27. A teaser designed to light up social media
The first teaser, unveiled at the GlobeTrotter event and promptly clipped, reposted, and dissected online, is less a traditional trailer and more an atmospheric tone-setter: a cascading chain of images—asteroid, ancient city, polar ice, charging bull, temples collapsing in slow motion—that ends on Mahesh Babu’s blood-smeared face as his name, Rudhra, flashes on-screen. Within hours, hashtags tied to the film trended across Indian social media.
Hype, expectations, and potential impact
28. A fan frenzy years before release
Between Mahesh Babu’s dedicated fandom, Rajamouli’s global visibility, and Priyanka Chopra’s crossover appeal, Varanasi has had an unusually intense hype cycle for a film still two years away. Ticketing platforms, fan clubs, and meme pages lit up as soon as the teaser dropped; some fans travelled across states just to attend the launch event in person, treating it as a pilgrimage of sorts.

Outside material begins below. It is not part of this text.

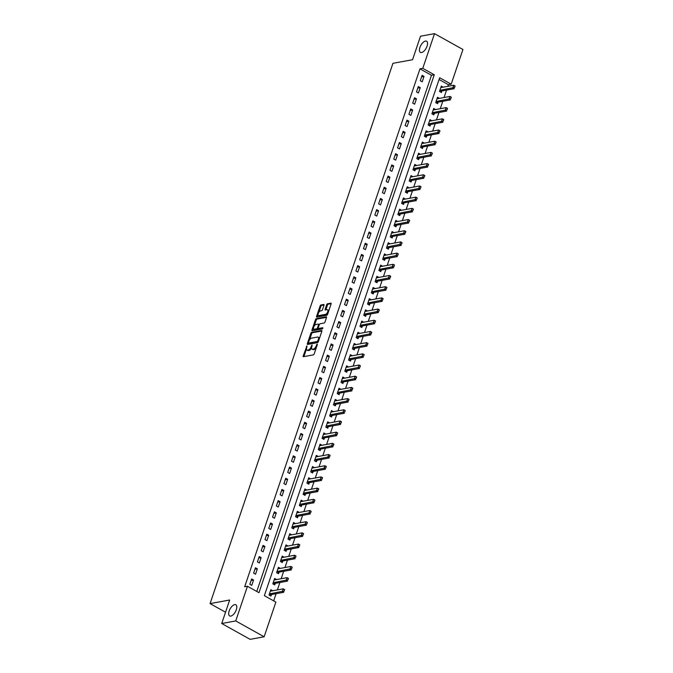 <?xml version="1.0" encoding="UTF-8"?>
<svg xmlns="http://www.w3.org/2000/svg" width="673" height="673" viewBox="0 0 673 673"><rect width="100%" height="100%" fill="white"/><g stroke="black" fill="none" stroke-linecap="round" stroke-linejoin="round"><path stroke-width="1.01" d="M306.955 345.897L303.203 355.916A0.976 0.463 -60.9 0 0 303.271 356.673A0.976 0.463 -60.9 0 0 303.456 356.69L313.349 354.881A0.976 0.463 -60.9 0 0 314.198 353.897L317.353 344.568L317.176 344.021L316.175 345.914A3.138 1.481 -60.9 0 1 313.467 349.051L312.642 349.203A3.138 1.481 -60.9 0 1 312.07 349.127A3.138 1.481 -60.9 0 1 311.835 346.713L312.07 344.955L311.061 346.847A3.138 1.481 -60.9 0 1 308.352 349.985L307.527 350.137A3.138 1.481 -60.9 0 1 306.955 350.061A3.138 1.481 -60.9 0 1 306.72 347.647L306.955 345.897M421.559 52.528A6.385 3.02 -60.9 0 0 426.657 47.211A6.385 3.02 -60.9 0 0 426.606 41.221A6.385 3.02 -60.9 0 0 425.437 41.07A6.385 3.02 -60.9 0 0 420.331 46.378A6.385 3.02 -60.9 0 0 420.389 52.376A6.385 3.02 -60.9 0 0 421.559 52.528M230.797 616.089A6.385 3.02 -60.9 0 0 235.903 610.773A6.385 3.02 -60.9 0 0 235.844 604.783A6.385 3.02 -60.9 0 0 234.675 604.632A6.385 3.02 -60.9 0 0 229.577 609.948A6.385 3.02 -60.9 0 0 229.628 615.938A6.385 3.02 -60.9 0 0 230.797 616.089M323.982 305.248A0.976 0.463 -60.9 0 0 323.915 304.49A0.976 0.463 -60.9 0 0 323.73 304.474L320.954 304.978A0.976 0.463 -60.9 0 0 320.112 305.963L316.596 316.327A0.976 0.463 -60.9 0 0 316.672 317.084A0.976 0.463 -60.9 0 0 316.848 317.109L326.75 315.292A0.976 0.463 -60.9 0 0 327.6 314.316L331.108 303.944A0.976 0.463 -60.9 0 0 331.032 303.187A0.976 0.463 -60.9 0 0 330.855 303.161L327.499 303.784A0.976 0.463 -60.9 0 0 326.649 304.76L325.152 309.193A0.976 0.463 -60.9 0 0 325.227 309.95A0.976 0.463 -60.9 0 0 325.404 309.975L327.07 309.673A2.616 1.237 -60.9 0 1 327.549 309.731A2.616 1.237 -60.9 0 1 327.566 312.188A2.616 1.237 -60.9 0 1 325.471 314.375L318.96 315.57A2.616 1.237 -60.9 0 1 318.48 315.502A2.616 1.237 -60.9 0 1 318.455 313.046A2.616 1.237 -60.9 0 1 320.55 310.867L321.635 310.665A0.976 0.463 -60.9 0 0 322.485 309.689L323.982 305.248M264.136 636.784L250.137 639.35L221.72 623.509L229.678 600.005L210.069 603.605L392.948 63.312L412.557 59.72L420.507 36.216L434.514 33.65L462.931 49.491L451.188 84.184L439.662 77.757L264.363 595.672L275.88 602.091L264.136 636.784L235.727 620.943L247.471 586.25L258.987 592.677L434.287 74.762L422.77 68.343L434.514 33.65M221.72 623.509L235.727 620.943M256.775 591.441L431.486 75.275L419.969 68.856L244.669 586.763L247.471 586.25M419.969 68.856L422.77 68.343M311.708 332.311A0.976 0.463 -60.9 0 0 310.859 333.286L307.351 343.659A0.976 0.463 -60.9 0 0 307.426 344.408A0.976 0.463 -60.9 0 0 307.603 344.433L317.496 342.624A0.976 0.463 -60.9 0 0 318.346 341.64L321.854 331.276A0.976 0.463 -60.9 0 0 321.778 330.519A0.976 0.463 -60.9 0 0 321.601 330.493L311.708 332.311L312.474 332.74A0.976 0.463 -60.9 0 0 311.624 333.715L309.53 339.924M311.978 329.989L315.486 319.625A0.976 0.463 -60.9 0 1 316.335 318.64L326.228 316.832A0.976 0.463 -60.9 0 1 326.405 316.857A0.976 0.463 -60.9 0 1 326.481 317.606L324.975 322.047A0.976 0.463 -60.9 0 1 324.134 323.023L320.121 323.763A0.976 0.463 -60.9 0 0 319.271 324.739L318.27 327.684A0.976 0.463 -60.9 0 0 318.346 328.441A0.976 0.463 -60.9 0 0 318.522 328.466L322.83 327.709L322.291 328.929L312.23 330.771A0.976 0.463 -60.9 0 1 312.045 330.746A0.976 0.463 -60.9 0 1 311.978 329.989L312.743 330.418L313.483 328.231M251.752 585.392L253.57 580.017L251.652 578.948L249.826 584.324L251.752 585.392M255.538 574.204L257.355 568.828L255.437 567.76L253.62 573.135L255.538 574.204M259.324 563.007L261.141 557.639L259.223 556.571L257.406 561.938L259.324 563.007M263.109 551.818L264.935 546.451L263.008 545.374L261.191 550.75L263.109 551.818M266.903 540.629L268.72 535.254L266.802 534.185L264.985 539.561L266.903 540.629M270.689 529.441L272.506 524.065L270.588 522.997L268.771 528.364L270.689 529.441M274.475 518.244L276.292 512.876L274.374 511.808L272.557 517.175L274.475 518.244M278.269 507.055L280.086 501.688L278.159 500.611L276.342 505.987L278.269 507.055M282.054 495.866L283.871 490.491L281.953 489.422L280.136 494.798L282.054 495.866M285.84 484.678L287.657 479.302L285.739 478.234L283.922 483.601L285.84 484.678M289.626 473.481L291.443 468.114L289.525 467.045L287.708 472.412L289.626 473.481M293.42 462.292L295.237 456.925L293.319 455.848L291.493 461.224L293.42 462.292M297.205 451.103L299.022 445.728L297.104 444.66L295.287 450.035L297.205 451.103M300.991 439.915L302.808 434.539L300.89 433.471L299.073 438.838L300.991 439.915M304.776 428.718L306.602 423.351L304.676 422.282L302.858 427.649L304.776 428.718M308.571 417.529L310.388 412.162L308.47 411.085L306.644 416.461L308.571 417.529M312.356 406.341L314.173 400.965L312.255 399.897L310.438 405.272L312.356 406.341M316.142 395.152L317.959 389.776L316.041 388.708L314.224 394.075L316.142 395.152M319.927 383.955L321.753 378.588L319.826 377.519L318.009 382.887L319.927 383.955M323.721 372.766L325.539 367.399L323.62 366.322L321.803 371.698L323.721 372.766M327.507 361.578L329.324 356.202L327.406 355.134L325.589 360.509L327.507 361.578M331.293 350.389L333.11 345.013L331.192 343.945L329.375 349.312L331.293 350.389M335.087 339.192L336.904 333.825L334.977 332.756L333.16 338.124L335.087 339.192M338.872 328.003L340.689 322.636L338.771 321.559L336.954 326.935L338.872 328.003M342.658 316.815L344.475 311.439L342.557 310.371L340.74 315.746L342.658 316.815M346.444 305.626L348.261 300.251L346.343 299.182L344.526 304.549L346.444 305.626M350.238 294.429L352.055 289.062L350.137 287.994L348.311 293.361L350.238 294.429M354.023 283.24L355.84 277.873L353.922 276.796L352.105 282.172L354.023 283.24M357.809 272.052L359.626 266.676L357.708 265.608L355.891 270.983L357.809 272.052M361.594 260.863L363.42 255.488L361.494 254.419L359.676 259.786L361.594 260.863M365.389 249.666L367.206 244.299L365.288 243.231L363.462 248.598L365.389 249.666M369.174 238.478L370.991 233.102L369.073 232.034L367.256 237.409L369.174 238.478M372.96 227.289L374.777 221.913L372.859 220.845L371.042 226.221L372.96 227.289M376.754 216.092L378.571 210.725L376.644 209.656L374.827 215.024L376.754 216.092M380.539 204.903L382.357 199.536L380.438 198.459L378.621 203.835L380.539 204.903M384.325 193.715L386.142 188.339L384.224 187.271L382.407 192.646L384.325 193.715M388.111 182.526L389.928 177.15L388.01 176.082L386.193 181.449L388.111 182.526M391.905 171.329L393.722 165.962L391.795 164.893L389.978 170.261L391.905 171.329M395.69 160.14L397.507 154.773L395.589 153.696L393.772 159.072L395.69 160.14M399.476 148.952L401.293 143.576L399.375 142.508L397.558 147.883L399.476 148.952M403.262 137.763L405.087 132.388L403.161 131.319L401.344 136.686L403.262 137.763M407.056 126.566L408.873 121.199L406.955 120.131L405.129 125.498L407.056 126.566M410.841 115.377L412.658 110.01L410.74 108.933L408.923 114.309L410.841 115.377M414.627 104.189L416.444 98.813L414.526 97.745L412.709 103.12L414.627 104.189M418.413 93L420.238 87.625L418.312 86.556L416.494 91.923L418.413 93M422.207 81.803L424.024 76.436L422.106 75.368L420.28 80.735L422.207 81.803M273.675 600.863L276.098 593.695M277.377 589.918L279.884 582.498M281.163 578.721L283.678 571.31M284.957 567.532L287.464 560.121M288.742 556.344L291.249 548.932M292.528 545.155L295.035 537.735M296.313 533.958L298.829 526.547M300.108 522.77L302.614 515.358M303.893 511.581L306.4 504.17M307.679 500.392L310.186 492.973M311.464 489.195L313.98 481.784M315.258 478.007L317.765 470.595M319.044 466.818L321.551 459.407M322.83 455.629L325.337 448.21M326.615 444.432L329.131 437.021M330.409 433.244L332.916 425.832M334.195 422.055L336.702 414.644M337.981 410.867L340.496 403.447M341.775 399.669L344.282 392.258M345.56 388.481L348.067 381.069M349.346 377.292L351.853 369.881M353.132 366.104L355.647 358.684M356.926 354.907L359.432 347.495M360.711 343.718L363.218 336.307M364.497 332.529L367.004 325.118M368.282 321.341L370.798 313.921M372.076 310.144L374.583 302.732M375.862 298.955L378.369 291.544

29. Framed as India’s answer to Hollywood mega-epics
Industry chatter already casts Varanasi as “India’s response” to the likes of Dune or Avengers: Endgame: a film that uses the grammar of contemporary blockbuster cinema—IMAX, heavy CGI, serialized storytelling—but filters it through distinctively Indian myths, settings, and emotional beats. If Baahubali built the first bridge and RRR carried it to the world, Varanasi is meant to be the moment where Indian cinema strides confidently across.
30. A bid to redefine Indian cinema’s global reach
Rajamouli has already proven that films in Telugu can pack theaters in Tokyo, trend on U.S. streaming platforms, and win Oscars. With Varanasi, he appears to be aiming for something even more audacious: a movie that treats India’s sacred geography and epic literature not as barriers to universality but as its engine. If the finished film matches the ambition on display so far, it could reshape how Indian blockbusters are made—and where they are expected to succeed.
In the end, all the numbers and superlatives—₹1,000-plus-crore budgets, 50,000-strong launch events, screens taller than apartment buildings—are really in service of a simpler question: can Varanasi deliver a story that earns its scale?
We won’t know until Sankranti 2027. For now, what we have are glimpses: an enraged warrior on a charging bull, time itself cracking open above an ancient city, and a director who has turned audacity into a habit, reaching once more for something larger than the last thing he made.
If Rajamouli and his collaborators stick the landing, Varanasi may not just be a film set in a city of rebirth. It may help Indian cinema reinvent itself yet again.